Exercise prompt: Could you filter the records below and return each line that holds "outline"?

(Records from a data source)

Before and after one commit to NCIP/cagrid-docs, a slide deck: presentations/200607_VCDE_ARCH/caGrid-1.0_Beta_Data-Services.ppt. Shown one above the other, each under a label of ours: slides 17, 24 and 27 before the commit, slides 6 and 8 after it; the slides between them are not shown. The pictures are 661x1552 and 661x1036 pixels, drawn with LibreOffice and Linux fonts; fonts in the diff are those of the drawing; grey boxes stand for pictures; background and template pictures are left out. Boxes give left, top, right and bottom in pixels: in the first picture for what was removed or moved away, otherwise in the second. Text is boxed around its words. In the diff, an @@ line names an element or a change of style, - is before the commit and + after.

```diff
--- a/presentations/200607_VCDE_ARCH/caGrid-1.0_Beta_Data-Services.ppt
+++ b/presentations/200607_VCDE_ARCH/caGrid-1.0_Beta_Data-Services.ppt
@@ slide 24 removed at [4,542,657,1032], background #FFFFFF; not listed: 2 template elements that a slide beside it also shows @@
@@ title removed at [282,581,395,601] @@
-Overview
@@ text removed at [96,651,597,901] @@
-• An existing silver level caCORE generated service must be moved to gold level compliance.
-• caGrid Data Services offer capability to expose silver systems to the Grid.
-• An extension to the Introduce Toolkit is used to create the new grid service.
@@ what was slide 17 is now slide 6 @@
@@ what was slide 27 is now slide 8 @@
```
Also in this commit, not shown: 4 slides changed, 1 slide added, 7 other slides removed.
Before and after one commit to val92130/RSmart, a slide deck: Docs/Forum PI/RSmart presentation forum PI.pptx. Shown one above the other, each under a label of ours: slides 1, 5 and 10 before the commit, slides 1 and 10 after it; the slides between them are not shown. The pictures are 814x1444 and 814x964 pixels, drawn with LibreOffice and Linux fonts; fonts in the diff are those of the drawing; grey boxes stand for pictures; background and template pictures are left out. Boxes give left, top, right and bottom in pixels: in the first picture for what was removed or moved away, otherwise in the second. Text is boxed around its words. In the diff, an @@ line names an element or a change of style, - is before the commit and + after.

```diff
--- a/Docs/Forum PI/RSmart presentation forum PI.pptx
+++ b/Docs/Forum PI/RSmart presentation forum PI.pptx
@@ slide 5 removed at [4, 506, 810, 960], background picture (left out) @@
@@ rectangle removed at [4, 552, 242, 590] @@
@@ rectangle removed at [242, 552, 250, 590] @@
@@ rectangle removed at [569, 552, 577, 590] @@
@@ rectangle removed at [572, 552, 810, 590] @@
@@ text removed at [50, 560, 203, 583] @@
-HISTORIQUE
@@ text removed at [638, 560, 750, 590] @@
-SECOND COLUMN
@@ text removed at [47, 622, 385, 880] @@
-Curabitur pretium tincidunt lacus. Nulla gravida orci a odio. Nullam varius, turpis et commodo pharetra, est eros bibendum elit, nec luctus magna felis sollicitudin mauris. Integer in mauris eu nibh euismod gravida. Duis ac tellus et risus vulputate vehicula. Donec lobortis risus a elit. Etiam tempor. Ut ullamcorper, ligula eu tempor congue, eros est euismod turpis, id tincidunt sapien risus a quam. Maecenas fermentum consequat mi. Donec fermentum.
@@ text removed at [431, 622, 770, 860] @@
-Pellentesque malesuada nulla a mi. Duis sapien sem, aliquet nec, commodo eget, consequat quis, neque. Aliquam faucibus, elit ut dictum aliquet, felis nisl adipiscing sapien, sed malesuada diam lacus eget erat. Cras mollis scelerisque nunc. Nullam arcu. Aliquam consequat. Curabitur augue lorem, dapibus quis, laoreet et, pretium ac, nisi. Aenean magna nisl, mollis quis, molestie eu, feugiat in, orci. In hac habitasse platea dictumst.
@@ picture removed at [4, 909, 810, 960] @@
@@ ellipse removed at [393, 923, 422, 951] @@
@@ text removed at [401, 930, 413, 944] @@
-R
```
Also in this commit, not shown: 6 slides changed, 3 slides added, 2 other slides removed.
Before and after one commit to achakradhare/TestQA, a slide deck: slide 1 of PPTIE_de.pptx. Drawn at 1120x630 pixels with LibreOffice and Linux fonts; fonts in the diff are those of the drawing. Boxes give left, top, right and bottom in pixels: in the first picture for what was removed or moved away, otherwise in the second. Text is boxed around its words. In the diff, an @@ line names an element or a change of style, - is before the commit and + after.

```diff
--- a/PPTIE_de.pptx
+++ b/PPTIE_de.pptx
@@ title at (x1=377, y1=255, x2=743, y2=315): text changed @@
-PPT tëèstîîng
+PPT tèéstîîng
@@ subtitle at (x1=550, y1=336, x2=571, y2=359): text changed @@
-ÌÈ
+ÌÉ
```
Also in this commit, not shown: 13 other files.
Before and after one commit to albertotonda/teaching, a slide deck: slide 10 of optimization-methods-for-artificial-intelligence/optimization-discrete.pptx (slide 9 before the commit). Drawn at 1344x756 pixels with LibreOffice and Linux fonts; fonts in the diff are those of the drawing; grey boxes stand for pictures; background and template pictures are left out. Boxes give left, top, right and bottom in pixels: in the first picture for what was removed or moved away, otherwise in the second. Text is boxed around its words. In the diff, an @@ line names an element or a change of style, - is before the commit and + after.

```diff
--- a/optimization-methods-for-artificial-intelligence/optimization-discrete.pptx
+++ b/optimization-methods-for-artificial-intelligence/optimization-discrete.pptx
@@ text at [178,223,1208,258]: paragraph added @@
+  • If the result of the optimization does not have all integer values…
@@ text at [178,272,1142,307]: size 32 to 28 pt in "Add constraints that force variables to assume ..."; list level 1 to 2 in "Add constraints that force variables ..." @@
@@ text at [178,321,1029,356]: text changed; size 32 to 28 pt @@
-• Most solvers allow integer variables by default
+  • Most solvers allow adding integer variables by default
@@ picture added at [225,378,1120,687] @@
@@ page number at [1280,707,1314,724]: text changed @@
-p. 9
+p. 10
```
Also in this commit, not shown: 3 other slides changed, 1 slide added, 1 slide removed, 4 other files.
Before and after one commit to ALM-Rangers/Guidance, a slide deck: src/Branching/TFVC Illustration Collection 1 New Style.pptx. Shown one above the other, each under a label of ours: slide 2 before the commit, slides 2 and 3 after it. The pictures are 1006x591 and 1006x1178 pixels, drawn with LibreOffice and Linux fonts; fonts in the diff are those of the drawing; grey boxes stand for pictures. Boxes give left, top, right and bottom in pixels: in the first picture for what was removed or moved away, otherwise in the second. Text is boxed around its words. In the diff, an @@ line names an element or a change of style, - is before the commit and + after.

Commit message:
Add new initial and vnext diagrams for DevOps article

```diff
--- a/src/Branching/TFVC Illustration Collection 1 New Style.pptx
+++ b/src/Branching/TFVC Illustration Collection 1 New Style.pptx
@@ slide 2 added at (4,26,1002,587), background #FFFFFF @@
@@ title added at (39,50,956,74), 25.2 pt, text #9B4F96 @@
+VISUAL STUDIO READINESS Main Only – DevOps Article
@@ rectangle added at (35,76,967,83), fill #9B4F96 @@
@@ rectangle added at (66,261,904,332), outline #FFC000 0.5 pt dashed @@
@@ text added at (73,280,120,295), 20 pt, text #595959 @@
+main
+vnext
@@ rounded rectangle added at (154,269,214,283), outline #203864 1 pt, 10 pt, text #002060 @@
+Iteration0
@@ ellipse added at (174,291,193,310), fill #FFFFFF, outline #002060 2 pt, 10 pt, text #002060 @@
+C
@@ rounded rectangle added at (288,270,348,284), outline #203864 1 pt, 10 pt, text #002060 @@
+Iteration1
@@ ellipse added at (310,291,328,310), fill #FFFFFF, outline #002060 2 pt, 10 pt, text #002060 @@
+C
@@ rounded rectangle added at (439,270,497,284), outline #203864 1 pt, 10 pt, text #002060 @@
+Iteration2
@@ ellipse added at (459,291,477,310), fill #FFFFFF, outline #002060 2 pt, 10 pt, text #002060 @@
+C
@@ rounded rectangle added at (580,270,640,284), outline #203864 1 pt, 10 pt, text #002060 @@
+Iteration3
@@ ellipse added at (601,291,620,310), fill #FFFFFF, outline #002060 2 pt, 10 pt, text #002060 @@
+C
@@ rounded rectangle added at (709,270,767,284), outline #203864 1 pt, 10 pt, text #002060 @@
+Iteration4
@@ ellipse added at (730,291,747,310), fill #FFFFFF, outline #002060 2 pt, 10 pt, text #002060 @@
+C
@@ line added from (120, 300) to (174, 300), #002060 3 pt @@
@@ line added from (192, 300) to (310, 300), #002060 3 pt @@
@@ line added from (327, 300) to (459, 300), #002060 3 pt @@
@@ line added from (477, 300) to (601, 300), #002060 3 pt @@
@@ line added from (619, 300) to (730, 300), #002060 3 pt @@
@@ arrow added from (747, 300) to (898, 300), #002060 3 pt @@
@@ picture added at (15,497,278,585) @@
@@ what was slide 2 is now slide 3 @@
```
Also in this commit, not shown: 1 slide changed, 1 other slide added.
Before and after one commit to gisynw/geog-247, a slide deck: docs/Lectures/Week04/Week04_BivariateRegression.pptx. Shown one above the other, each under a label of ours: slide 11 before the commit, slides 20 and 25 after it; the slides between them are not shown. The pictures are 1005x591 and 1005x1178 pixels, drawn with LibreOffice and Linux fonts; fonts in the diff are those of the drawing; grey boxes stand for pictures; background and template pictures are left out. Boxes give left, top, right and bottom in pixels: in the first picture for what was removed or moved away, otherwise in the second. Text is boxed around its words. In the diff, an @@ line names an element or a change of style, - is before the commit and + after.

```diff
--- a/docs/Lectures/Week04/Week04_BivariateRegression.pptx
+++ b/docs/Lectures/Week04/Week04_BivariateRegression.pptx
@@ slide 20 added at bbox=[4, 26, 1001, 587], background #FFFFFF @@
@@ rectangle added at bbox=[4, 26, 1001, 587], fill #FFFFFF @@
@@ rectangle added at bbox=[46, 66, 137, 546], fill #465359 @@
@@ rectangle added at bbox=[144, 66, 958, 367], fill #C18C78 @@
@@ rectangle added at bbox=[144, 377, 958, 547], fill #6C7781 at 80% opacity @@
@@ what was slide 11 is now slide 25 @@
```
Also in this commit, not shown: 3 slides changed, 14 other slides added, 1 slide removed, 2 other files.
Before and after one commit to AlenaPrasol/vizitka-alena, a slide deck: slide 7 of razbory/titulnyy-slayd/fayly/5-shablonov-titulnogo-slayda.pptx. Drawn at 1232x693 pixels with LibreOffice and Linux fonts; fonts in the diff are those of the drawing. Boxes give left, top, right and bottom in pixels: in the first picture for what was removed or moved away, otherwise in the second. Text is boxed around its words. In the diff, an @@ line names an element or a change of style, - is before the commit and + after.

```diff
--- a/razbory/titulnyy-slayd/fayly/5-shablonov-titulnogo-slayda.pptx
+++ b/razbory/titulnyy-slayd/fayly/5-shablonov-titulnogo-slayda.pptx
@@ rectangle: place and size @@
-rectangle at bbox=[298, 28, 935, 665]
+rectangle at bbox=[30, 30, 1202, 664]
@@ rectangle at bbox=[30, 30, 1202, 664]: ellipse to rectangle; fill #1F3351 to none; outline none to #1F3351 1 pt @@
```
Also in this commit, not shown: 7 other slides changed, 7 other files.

Answer area:
@@ rectangle added at (66,261,904,332), outline #FFC000 0.5 pt dashed @@
@@ rounded rectangle added at (154,269,214,283), outline #203864 1 pt, 10 pt, text #002060 @@
@@ ellipse added at (174,291,193,310), fill #FFFFFF, outline #002060 2 pt, 10 pt, text #002060 @@
@@ rounded rectangle added at (288,270,348,284), outline #203864 1 pt, 10 pt, text #002060 @@
@@ ellipse added at (310,291,328,310), fill #FFFFFF, outline #002060 2 pt, 10 pt, text #002060 @@
@@ rounded rectangle added at (439,270,497,284), outline #203864 1 pt, 10 pt, text #002060 @@
@@ ellipse added at (459,291,477,310), fill #FFFFFF, outline #002060 2 pt, 10 pt, text #002060 @@
@@ rounded rectangle added at (580,270,640,284), outline #203864 1 pt, 10 pt, text #002060 @@
@@ ellipse added at (601,291,620,310), fill #FFFFFF, outline #002060 2 pt, 10 pt, text #002060 @@
@@ rounded rectangle added at (709,270,767,284), outline #203864 1 pt, 10 pt, text #002060 @@
@@ ellipse added at (730,291,747,310), fill #FFFFFF, outline #002060 2 pt, 10 pt, text #002060 @@
@@ rectangle at bbox=[30, 30, 1202, 664]: ellipse to rectangle; fill #1F3351 to none; outline none to #1F3351 1 pt @@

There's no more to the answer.